* TASK DESCRIPTION
In this exercise, retype exactly the lines from the start of the entries through the line bearing "outer = cylinder(diameter", leaving every picture out.

* EXTRACTED INFORMATION
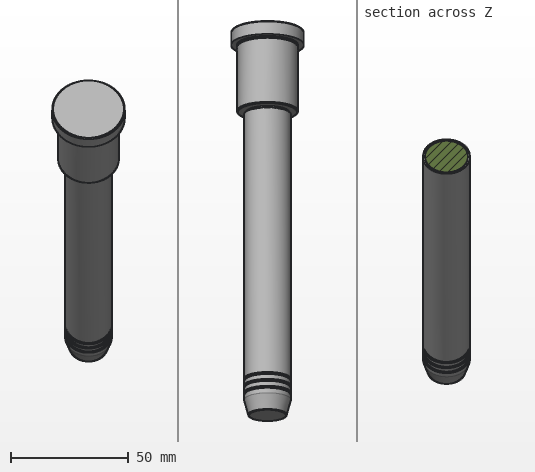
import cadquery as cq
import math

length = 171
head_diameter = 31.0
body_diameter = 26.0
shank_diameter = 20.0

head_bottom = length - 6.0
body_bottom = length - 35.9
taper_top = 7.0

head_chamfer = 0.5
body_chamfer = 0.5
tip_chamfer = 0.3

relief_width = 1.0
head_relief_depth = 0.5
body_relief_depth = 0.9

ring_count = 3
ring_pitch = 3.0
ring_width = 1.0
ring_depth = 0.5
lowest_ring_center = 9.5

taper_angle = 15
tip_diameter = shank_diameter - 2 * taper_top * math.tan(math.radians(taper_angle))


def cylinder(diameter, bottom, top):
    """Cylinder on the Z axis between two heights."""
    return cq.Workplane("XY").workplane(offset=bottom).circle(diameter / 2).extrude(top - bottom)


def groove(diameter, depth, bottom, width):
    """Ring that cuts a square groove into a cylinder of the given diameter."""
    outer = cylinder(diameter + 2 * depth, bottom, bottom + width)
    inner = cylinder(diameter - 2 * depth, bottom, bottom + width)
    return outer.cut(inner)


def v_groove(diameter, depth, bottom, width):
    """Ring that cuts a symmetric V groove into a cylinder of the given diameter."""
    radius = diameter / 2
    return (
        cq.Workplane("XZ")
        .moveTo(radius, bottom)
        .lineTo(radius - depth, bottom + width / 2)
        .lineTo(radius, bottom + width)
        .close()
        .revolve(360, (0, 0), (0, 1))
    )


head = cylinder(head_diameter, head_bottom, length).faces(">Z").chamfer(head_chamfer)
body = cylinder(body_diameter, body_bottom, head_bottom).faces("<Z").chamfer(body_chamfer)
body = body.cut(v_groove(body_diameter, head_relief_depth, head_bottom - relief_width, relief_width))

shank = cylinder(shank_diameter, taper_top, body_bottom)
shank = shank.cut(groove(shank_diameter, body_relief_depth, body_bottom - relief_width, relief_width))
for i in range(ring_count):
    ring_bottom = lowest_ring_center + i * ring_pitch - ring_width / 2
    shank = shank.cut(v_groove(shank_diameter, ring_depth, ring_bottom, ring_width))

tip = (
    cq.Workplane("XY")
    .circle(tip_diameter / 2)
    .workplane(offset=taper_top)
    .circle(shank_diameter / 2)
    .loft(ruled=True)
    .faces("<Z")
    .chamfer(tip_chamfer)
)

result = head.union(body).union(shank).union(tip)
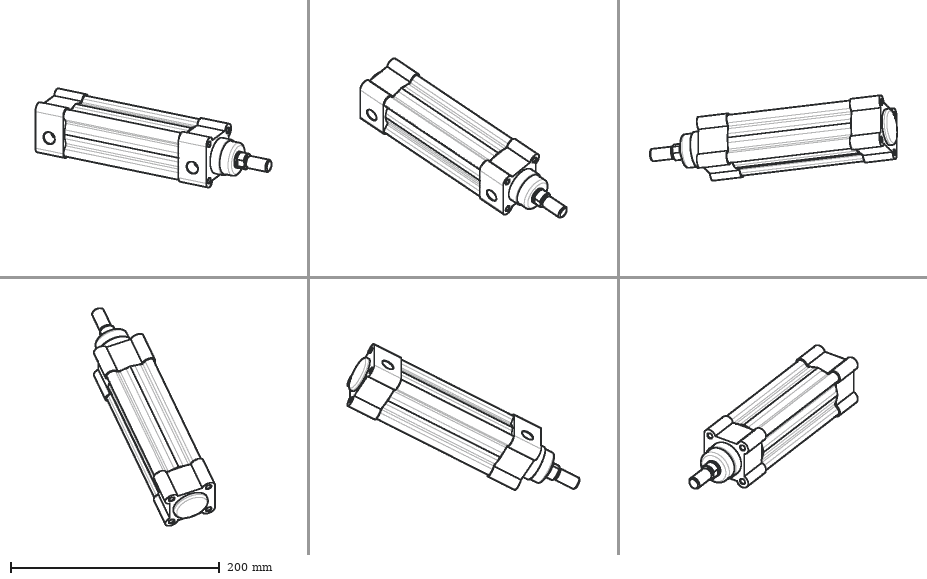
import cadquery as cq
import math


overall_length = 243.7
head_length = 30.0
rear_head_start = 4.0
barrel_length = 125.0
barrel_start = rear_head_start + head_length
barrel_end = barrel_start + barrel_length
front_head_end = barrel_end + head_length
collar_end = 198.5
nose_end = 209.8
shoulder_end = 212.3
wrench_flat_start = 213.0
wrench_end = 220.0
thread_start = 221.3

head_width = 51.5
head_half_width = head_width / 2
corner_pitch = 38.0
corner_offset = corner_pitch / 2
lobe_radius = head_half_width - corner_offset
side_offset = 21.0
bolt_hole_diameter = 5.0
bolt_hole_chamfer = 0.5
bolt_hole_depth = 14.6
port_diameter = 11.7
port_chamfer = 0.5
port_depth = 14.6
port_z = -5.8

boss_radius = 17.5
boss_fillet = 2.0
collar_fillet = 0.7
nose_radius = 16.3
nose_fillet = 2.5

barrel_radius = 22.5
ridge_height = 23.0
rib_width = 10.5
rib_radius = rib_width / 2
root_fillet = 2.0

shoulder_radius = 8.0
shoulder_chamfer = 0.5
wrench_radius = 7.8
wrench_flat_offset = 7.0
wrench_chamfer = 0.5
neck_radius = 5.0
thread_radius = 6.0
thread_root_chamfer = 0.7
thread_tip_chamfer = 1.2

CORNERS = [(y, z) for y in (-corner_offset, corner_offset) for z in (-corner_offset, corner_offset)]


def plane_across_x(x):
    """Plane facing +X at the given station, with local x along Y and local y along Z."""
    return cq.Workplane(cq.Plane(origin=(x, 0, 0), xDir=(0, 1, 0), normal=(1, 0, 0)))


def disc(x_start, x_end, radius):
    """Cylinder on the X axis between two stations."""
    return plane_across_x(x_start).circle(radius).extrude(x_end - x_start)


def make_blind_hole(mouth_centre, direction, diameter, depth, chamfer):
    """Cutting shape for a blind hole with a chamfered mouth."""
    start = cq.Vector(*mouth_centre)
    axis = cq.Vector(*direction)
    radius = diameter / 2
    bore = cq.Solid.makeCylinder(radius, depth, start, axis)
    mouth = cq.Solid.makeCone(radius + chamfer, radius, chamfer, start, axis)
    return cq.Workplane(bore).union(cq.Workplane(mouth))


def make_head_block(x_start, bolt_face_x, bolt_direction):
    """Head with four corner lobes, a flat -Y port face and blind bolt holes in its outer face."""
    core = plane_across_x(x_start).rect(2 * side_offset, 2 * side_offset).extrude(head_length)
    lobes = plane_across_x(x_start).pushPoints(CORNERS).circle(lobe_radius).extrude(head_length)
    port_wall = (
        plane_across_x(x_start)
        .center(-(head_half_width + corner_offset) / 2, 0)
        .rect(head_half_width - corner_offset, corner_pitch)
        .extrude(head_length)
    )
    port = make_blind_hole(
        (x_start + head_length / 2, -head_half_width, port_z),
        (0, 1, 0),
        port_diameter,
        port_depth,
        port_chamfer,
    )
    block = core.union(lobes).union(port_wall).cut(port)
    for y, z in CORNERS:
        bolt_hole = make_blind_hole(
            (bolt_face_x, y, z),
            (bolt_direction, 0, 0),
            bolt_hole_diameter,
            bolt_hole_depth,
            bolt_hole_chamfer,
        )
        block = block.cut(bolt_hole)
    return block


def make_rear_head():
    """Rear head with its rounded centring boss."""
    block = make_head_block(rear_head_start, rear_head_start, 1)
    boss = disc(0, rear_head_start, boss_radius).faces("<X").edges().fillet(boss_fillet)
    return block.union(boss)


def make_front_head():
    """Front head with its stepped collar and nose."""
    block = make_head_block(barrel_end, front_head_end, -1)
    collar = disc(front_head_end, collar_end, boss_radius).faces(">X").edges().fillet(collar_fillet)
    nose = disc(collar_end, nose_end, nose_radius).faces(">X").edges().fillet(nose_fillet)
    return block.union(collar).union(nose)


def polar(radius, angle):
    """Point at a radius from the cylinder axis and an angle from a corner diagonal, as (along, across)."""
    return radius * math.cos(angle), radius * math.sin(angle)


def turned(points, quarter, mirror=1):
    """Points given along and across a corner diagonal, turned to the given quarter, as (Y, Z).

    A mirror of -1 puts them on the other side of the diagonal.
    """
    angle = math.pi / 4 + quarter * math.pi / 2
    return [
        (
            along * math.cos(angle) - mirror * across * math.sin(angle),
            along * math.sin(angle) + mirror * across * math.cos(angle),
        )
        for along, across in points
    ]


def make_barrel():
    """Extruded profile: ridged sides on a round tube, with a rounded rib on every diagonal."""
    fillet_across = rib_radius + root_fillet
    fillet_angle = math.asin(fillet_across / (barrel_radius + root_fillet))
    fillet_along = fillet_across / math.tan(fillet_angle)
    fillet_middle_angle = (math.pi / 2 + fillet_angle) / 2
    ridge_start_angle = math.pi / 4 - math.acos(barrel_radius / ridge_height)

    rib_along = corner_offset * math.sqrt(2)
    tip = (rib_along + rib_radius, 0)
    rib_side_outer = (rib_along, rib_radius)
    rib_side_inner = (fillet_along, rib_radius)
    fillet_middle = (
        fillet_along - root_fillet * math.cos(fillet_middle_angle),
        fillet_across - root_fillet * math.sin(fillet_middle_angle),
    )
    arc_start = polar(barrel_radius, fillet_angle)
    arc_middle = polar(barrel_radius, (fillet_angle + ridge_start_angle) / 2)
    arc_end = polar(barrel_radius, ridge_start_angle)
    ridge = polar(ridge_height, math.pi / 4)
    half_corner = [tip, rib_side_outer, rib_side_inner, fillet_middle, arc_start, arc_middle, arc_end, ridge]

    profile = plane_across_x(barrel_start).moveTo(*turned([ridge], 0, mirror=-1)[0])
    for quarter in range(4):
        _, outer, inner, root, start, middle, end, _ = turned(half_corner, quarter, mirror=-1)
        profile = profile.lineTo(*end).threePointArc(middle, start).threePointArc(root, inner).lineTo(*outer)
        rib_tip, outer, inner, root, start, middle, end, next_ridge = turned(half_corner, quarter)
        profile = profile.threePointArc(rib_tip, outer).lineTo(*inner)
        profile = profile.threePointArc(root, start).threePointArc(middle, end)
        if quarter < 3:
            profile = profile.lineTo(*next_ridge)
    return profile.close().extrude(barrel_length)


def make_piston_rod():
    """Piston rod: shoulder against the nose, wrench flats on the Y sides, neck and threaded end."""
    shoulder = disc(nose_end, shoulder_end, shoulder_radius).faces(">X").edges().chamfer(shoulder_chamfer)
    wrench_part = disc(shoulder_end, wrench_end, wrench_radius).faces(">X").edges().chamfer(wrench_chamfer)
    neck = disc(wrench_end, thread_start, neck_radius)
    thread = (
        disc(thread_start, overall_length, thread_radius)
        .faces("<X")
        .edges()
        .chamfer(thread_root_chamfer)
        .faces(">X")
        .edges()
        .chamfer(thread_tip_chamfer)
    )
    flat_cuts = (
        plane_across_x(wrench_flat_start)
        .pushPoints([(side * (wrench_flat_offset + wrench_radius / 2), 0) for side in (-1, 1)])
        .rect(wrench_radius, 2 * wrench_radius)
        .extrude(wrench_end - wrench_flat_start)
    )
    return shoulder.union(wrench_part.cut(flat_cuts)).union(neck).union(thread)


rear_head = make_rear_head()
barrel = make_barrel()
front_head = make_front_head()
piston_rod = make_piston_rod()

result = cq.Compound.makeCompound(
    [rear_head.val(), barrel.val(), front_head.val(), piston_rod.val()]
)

* TASK ANSWER
import cadquery as cq
import math

length = 171
head_diameter = 31.0
body_diameter = 26.0
shank_diameter = 20.0

head_bottom = length - 6.0
body_bottom = length - 35.9
taper_top = 7.0

head_chamfer = 0.5
body_chamfer = 0.5
tip_chamfer = 0.3

relief_width = 1.0
head_relief_depth = 0.5
body_relief_depth = 0.9

ring_count = 3
ring_pitch = 3.0
ring_width = 1.0
ring_depth = 0.5
lowest_ring_center = 9.5

taper_angle = 15
tip_diameter = shank_diameter - 2 * taper_top * math.tan(math.radians(taper_angle))


def cylinder(diameter, bottom, top):
    """Cylinder on the Z axis between two heights."""
    return cq.Workplane("XY").workplane(offset=bottom).circle(diameter / 2).extrude(top - bottom)


def groove(diameter, depth, bottom, width):
    """Ring that cuts a square groove into a cylinder of the given diameter."""
    outer = cylinder(diameter + 2 * depth, bottom, bottom + width)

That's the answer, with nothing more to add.